AI Product Engineer
Bengaluru, KarnatakaFull-TimeMid-levelAI / Data Science
Overview
- Role Overview
- We are transitioning our organization to an AI-first operational model. We are seeking an AI Product Engineer to architect and build the company’s central intelligence engine.
- In this role, you will be the primary builder of automated intelligence systems—tools that not only retrieve insights but actively trigger workflows, and synthesize strategic intel across our entire business landscape.
- Role Profile
- This is a high-impact, hands-on engineering role requiring a convergence of three distinct skill sets:
- Software Engineering (50%): Building scalable middleware, API integrations, and production-grade applications that connect our data stack to business tools (CRM, Marketing Automation, Support/Ticketing).
- AI Engineering (30%): Implementing Agentic workflows, RAG architectures, and LLMs to process unstructured data at scale.
- Data Analytics (20%): Leveraging SQL and B2B SaaS metrics to ensure all automation is grounded in accurate, governed data.
- Key Responsibilities
- 1. Building the "Enterprise Brain" (Architecture & Integration)
- Develop a unified intelligence layer that ingests signals from disparate sources (Product Telemetry, CRM, Call Transcripts, Marketing inputs) and processes them into actionable outputs.
- Build robust integrations/webhooks to push AI-generated insights directly into workflow tools (e.g., pushing "Churn Risk" alerts into Salesforce
- 2. AI Logic & Agent Implementation
- Architect "Agentic" workflows where LLMs are granted permission to perform tasks
- Implement advanced RAG to ground AI outputs in company documentation, historical data, and strategic context.
- Ensure rigorous evaluation and guardrails for non-deterministic models to prevent "hallucinations" in critical business workflows.
- 3. Data Engineering & Governance
- Collaborate with Analytics Engineers to ensure the underlying data pipelines support real-time or near-real-time AI applications.
- Maintain security and privacy standards, ensuring that AI agents respect data access permissions across different departments.
- Qualifications
- Minimum Qualifications:
- 1.Education: Bachelor’s degree in Computer Science, Engineering, or equivalent practical experience.
- 2.Software Engineering: 3+ years of experience in Python development, with strong proficiency in API development (FastAPI/Django) and building integrations between SaaS platforms.

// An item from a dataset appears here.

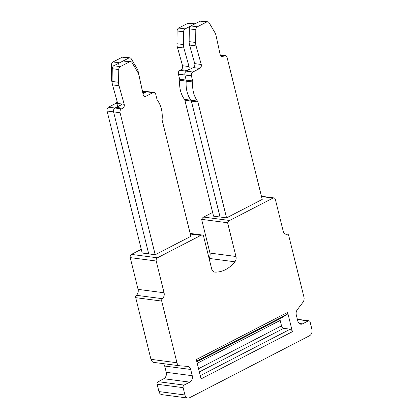 <?xml version="1.0" encoding="UTF-8"?>
<svg xmlns="http://www.w3.org/2000/svg" width="419" height="419" viewBox="0 0 419 419"><rect width="100%" height="100%" fill="white"/><g stroke="black" fill="none" stroke-linecap="round" stroke-linejoin="round"><path stroke-width="0.63" d="M214.371 272.051L214.884 272.114A4.955 3.719 97.5 0 1 214.628 272.093A4.955 3.719 97.5 0 1 211.705 269.024L203.356 235.295A4.955 3.719 97.5 0 0 202.56 235.064A4.955 3.719 97.5 0 0 200.785 235.399L157.429 257.811L131.435 254.401A2.477 1.859 97.5 0 0 130.22 257.612L138.076 289.372A4.955 3.719 97.5 0 1 136.385 295.295A1.985 1.487 97.5 0 0 135.704 297.663L150.971 359.34A4.955 3.719 97.5 0 0 153.893 362.409L179.882 365.818A4.955 3.719 97.5 0 0 180.044 365.834L187.607 366.374A4.955 3.719 97.5 0 1 187.77 366.389A4.955 3.719 97.5 0 1 190.692 369.464L192.237 375.707L166.243 372.297L164.698 366.054A4.955 3.719 97.5 0 0 163.263 363.64M136.385 295.295L162.373 298.7A1.985 1.487 97.5 0 0 161.697 301.072L176.959 362.749A4.955 3.719 97.5 0 0 179.882 365.818M184.098 385.082L158.104 381.672A1.985 1.487 97.5 0 0 157.13 384.244L183.124 387.648A1.985 1.487 97.5 0 1 184.098 385.082L189.802 382.128A4.955 3.719 97.5 0 0 192.237 375.707M158.104 381.672L163.813 378.724A4.955 3.719 97.5 0 0 166.243 372.297M157.13 384.244L158.948 391.571A4.955 3.719 97.5 0 0 161.87 394.64L187.859 398.05A4.955 3.719 97.5 0 0 189.639 397.715L309.494 335.766A4.955 3.719 97.5 0 0 311.93 329.344L310.112 322.012A1.985 1.487 97.5 0 0 308.944 320.786A1.985 1.487 97.5 0 0 308.232 320.917L302.528 323.866L299.119 323.421M183.124 387.648L184.936 394.981A4.955 3.719 97.5 0 0 187.859 398.05M285.03 233.881L287.518 234.205A1.985 1.487 97.5 0 1 288.691 235.436L303.953 297.113A4.955 3.719 97.5 0 1 302.921 302.329L297.312 309.672A4.955 3.719 97.5 0 0 296.28 314.889L297.825 321.132A4.955 3.719 97.5 0 0 300.748 324.201A4.955 3.719 97.5 0 0 302.528 323.866M287.518 234.205A1.985 1.487 97.5 0 0 287.125 234.226A4.955 3.719 97.5 0 1 286.135 234.268A4.955 3.719 97.5 0 1 283.213 231.199L275.356 199.439A2.477 1.859 97.5 0 0 273.895 197.904A2.477 1.859 97.5 0 0 273.005 198.072L229.649 220.483A4.955 3.719 97.5 0 0 227.611 222.756L201.623 219.347A4.955 3.719 97.5 0 1 203.655 217.073L212.637 212.433M209.018 258.183A4.955 3.719 97.5 0 0 209.971 253.081L201.623 219.347M214.884 272.114A34.746 26.067 97.5 0 0 234.855 261.796A4.955 3.719 97.5 0 0 235.96 256.486L227.611 222.756M131.435 254.401L141.292 249.31M157.429 257.811A2.477 1.859 97.5 0 0 156.208 261.021L164.07 292.776L138.076 289.372M162.373 298.7A4.955 3.719 97.5 0 0 164.07 292.776M283.705 328.334A2.477 1.451 -117.3 0 1 281.51 325.83L280.175 320.42A2.477 1.451 -117.3 0 1 280.599 318.466L287.188 314.323A2.477 1.451 -117.3 0 0 287.612 312.37L196.291 359.57L201.073 378.891L292.394 331.691A2.477 1.451 -117.3 0 0 290.199 329.187L283.705 328.334L199.35 371.931M287.612 312.37L292.394 331.691M124.192 104.3L117.692 103.446L112.522 84.884L119.022 85.733L124.192 104.3A2.975 2.231 -82.5 0 1 122.757 108.249L121.526 108.882A2.975 2.231 -82.5 0 0 120.07 112.737L113.57 111.883A2.975 2.231 -82.5 0 1 115.031 108.029L108.531 107.18A2.975 2.231 -82.5 0 0 107.07 111.035L142.214 253.039L148.714 253.893L113.57 111.883A2.975 2.231 -82.5 0 1 115.031 108.029L121.966 104.446M117.969 65.736A2.975 2.231 -82.5 0 1 119.53 62.819L128.806 58.026A2.975 2.231 -82.5 0 1 129.874 57.827A2.975 2.231 -82.5 0 1 131.299 58.849L137.029 68.559A9.915 7.437 -82.5 0 1 138.202 71.612L142.35 90.703A2.975 2.231 -82.5 0 0 144.126 92.641A2.975 2.231 -82.5 0 0 145.194 92.442L146.42 91.808A2.975 2.231 -82.5 0 1 147.488 91.604L142.413 90.939M117.011 101.01A2.975 2.231 -82.5 0 1 115.466 103.593L108.531 107.18M112.119 82.459L111.737 81.082A9.915 7.437 -82.5 0 1 111.302 77.646L111.47 64.887A2.975 2.231 -82.5 0 1 113.036 61.965L122.311 57.173A2.975 2.231 -82.5 0 1 123.375 56.974L129.874 57.827M187.948 23.249L194.442 24.098L185.167 28.895A2.975 2.231 -82.5 0 0 183.606 31.813L183.433 44.571A9.915 7.437 -82.5 0 0 183.868 48.007L189.037 66.574A2.975 2.231 -82.5 0 1 187.602 70.523L186.371 71.157L179.877 70.303L181.102 69.669A2.975 2.231 -82.5 0 0 182.537 65.72L177.373 47.153A9.915 7.437 -82.5 0 1 176.938 43.723L177.106 30.959A2.975 2.231 -82.5 0 1 178.672 28.042L187.948 23.249A2.975 2.231 -82.5 0 1 189.011 23.05L194.966 23.831M197.464 101.063L190.964 100.209A2.477 1.859 -82.5 0 1 191.368 101.084L197.862 101.932A2.477 1.859 -82.5 0 0 197.464 101.063A24.784 18.593 -82.5 0 1 192.74 81.977A2.477 1.859 -82.5 0 0 192.667 80.94L186.172 80.092L184.915 75.011A2.975 2.231 -82.5 0 1 186.371 71.157A2.975 2.231 -82.5 0 0 184.915 75.011L178.415 74.158A2.975 2.231 -82.5 0 1 179.877 70.303M184.868 100.23L191.368 101.084A2.477 1.859 -82.5 0 0 190.964 100.209A24.784 18.593 -82.5 0 1 186.246 81.129A2.477 1.859 -82.5 0 0 186.172 80.092A2.477 1.859 -82.5 0 1 186.246 81.129A24.784 18.593 -82.5 0 0 190.964 100.209L184.47 99.361A2.477 1.859 -82.5 0 1 184.868 100.23L213.559 216.167L220.059 217.016L191.368 101.084L220.059 217.016L226.553 217.87L262.226 199.434L227.082 57.424A2.975 2.231 -82.5 0 0 225.328 55.58L220.253 54.915M184.47 99.361A24.784 18.593 -82.5 0 1 179.746 80.275A2.477 1.859 -82.5 0 0 179.672 79.238L178.415 74.158M117.692 103.446A2.975 2.231 -82.5 0 1 116.257 107.395L115.031 108.029L121.526 108.882M119.022 85.733A9.915 7.437 -82.5 0 1 118.587 82.302L112.093 81.448A9.915 7.437 -82.5 0 0 112.522 84.884M112.093 81.448L112.261 68.69L118.755 69.538L118.587 82.302M118.755 69.538A2.975 2.231 -82.5 0 1 120.321 66.621L113.827 65.767A2.975 2.231 -82.5 0 0 112.261 68.69M113.827 65.767L123.097 60.975L129.597 61.829L120.321 66.621M129.597 61.829A2.975 2.231 -82.5 0 1 130.665 61.624A2.975 2.231 -82.5 0 1 132.09 62.651L137.82 72.361A9.915 7.437 -82.5 0 1 138.988 75.415L143.141 94.505A2.975 2.231 -82.5 0 0 144.916 96.443A2.975 2.231 -82.5 0 0 145.985 96.244L143.937 95.972M123.097 60.975A2.975 2.231 -82.5 0 1 124.165 60.776L130.665 61.624M142.947 93.605L146.42 91.808L152.919 92.657L145.985 96.244M152.919 92.657A2.975 2.231 -82.5 0 1 153.988 92.458A2.975 2.231 -82.5 0 1 155.737 94.301L156.994 99.376A2.477 1.859 -82.5 0 0 157.392 100.251A24.784 18.593 -82.5 0 1 162.116 119.331A2.477 1.859 -82.5 0 0 162.19 120.373L190.881 236.306L155.208 254.747L148.714 253.893L113.57 111.883L107.07 111.035M142.539 91.295L146.42 91.808A2.975 2.231 -82.5 0 1 147.488 91.604L153.988 92.458M120.07 112.737L155.208 254.747M220.384 55.277L224.265 55.785A2.975 2.231 -82.5 0 1 225.328 55.58M224.265 55.785L223.034 56.418A2.975 2.231 -82.5 0 1 221.97 56.617A2.975 2.231 -82.5 0 1 220.195 54.68L216.042 35.589A9.915 7.437 -82.5 0 0 214.868 32.535L209.139 22.825A2.975 2.231 -82.5 0 0 207.714 21.804L201.22 20.95A2.975 2.231 -82.5 0 0 200.151 21.149L190.875 25.941A2.975 2.231 -82.5 0 0 189.309 28.864L189.142 41.622A9.915 7.437 -82.5 0 0 189.577 45.058L196.076 45.912A9.915 7.437 -82.5 0 1 195.642 42.476L189.142 41.622M200.151 21.149L206.651 22.003A2.975 2.231 -82.5 0 1 207.714 21.804M206.651 22.003L197.375 26.795L190.875 25.941M189.309 28.864L195.809 29.712A2.975 2.231 -82.5 0 1 197.375 26.795M195.809 29.712L195.642 42.476M201.24 64.474L194.741 63.62A2.975 2.231 -82.5 0 1 193.306 67.569L199.805 68.423A2.975 2.231 -82.5 0 0 201.24 64.474L196.076 45.912M199.805 68.423L192.871 72.005L186.371 71.157L193.306 67.569M192.667 80.94L191.41 75.86A2.975 2.231 -82.5 0 1 192.871 72.005M197.862 101.932L226.553 217.87M179.672 79.238L186.172 80.092L184.915 75.011L191.41 75.86M194.741 63.62L189.577 45.058M176.959 362.749L150.971 359.34M161.697 301.072L135.704 297.663M164.698 366.054L190.692 369.464M163.813 378.724L189.802 382.128M184.936 394.981L158.948 391.571M297.422 319.498L308.232 320.917M285.192 233.97L287.125 234.226M261.519 196.569L273.005 198.072M229.649 220.483L203.655 217.073M235.96 256.486L209.971 253.081M209.076 258.413L234.855 261.796M190.32 234.027L200.785 235.399M130.22 257.612L156.208 261.021M281.51 325.83L198.554 368.71M280.175 320.42L197.213 363.299M280.599 318.466L196.83 361.759M287.188 314.323L196.673 361.105M290.199 329.187L200.272 375.665M117.786 103.896L115.466 103.593M112.093 81.129L111.737 81.082M112.14 77.756L111.302 77.646M114.712 65.312L111.47 64.887M119.53 62.819L113.036 61.965M128.806 58.026L122.311 57.173M145.194 92.442L143.146 92.17M187.602 70.523L181.102 69.669M189.037 66.574L182.537 65.72M183.868 48.007L177.373 47.153M183.433 44.571L176.938 43.723M183.606 31.813L177.106 30.959M185.167 28.895L178.672 28.042M192.74 81.977L179.746 80.275M116.257 107.395L122.757 108.249M223.034 56.418L220.991 56.151M297.364 319.268L308.944 320.786M261.446 196.275L273.895 197.904M190.174 233.441L202.56 235.064"/></g></svg>

- 3.AI/ML Application: Proven experience building applications using LLM APIs and orchestration frameworks, Experience with "Agent" concepts.
- 4.Data Proficiency: Strong SQL skills and familiarity with cloud data warehouses (Snowflake/BigQuery).
- Preferred Qualifications:
- 1.Business Systems Knowledge: Experience working with APIs for major B2B tools (Salesforce, HubSpot, Zendesk, Jira, Marketo).
- 2.Workflow Automation: Experience with tools like Airflow, Zapier/Make (advanced usage), or custom workflow engines.
- 3. B2B Domain Expertise: Understanding of the interplay between Sales, Product, and Customer Success.
- Competencies
- The "Builder" Mindset: You are comfortable taking a high-level strategic requirement from leadership (e.g., "We need to automate lead qualification") and independently architecting and coding the solution.
- Systemic Thinking: You understand how a change in product data schema impacts the downstream marketing automation flow.
- Adaptability: You can switch contexts rapidly—from debugging a SQL query for Strategy to refining a prompt for Customer Support automation.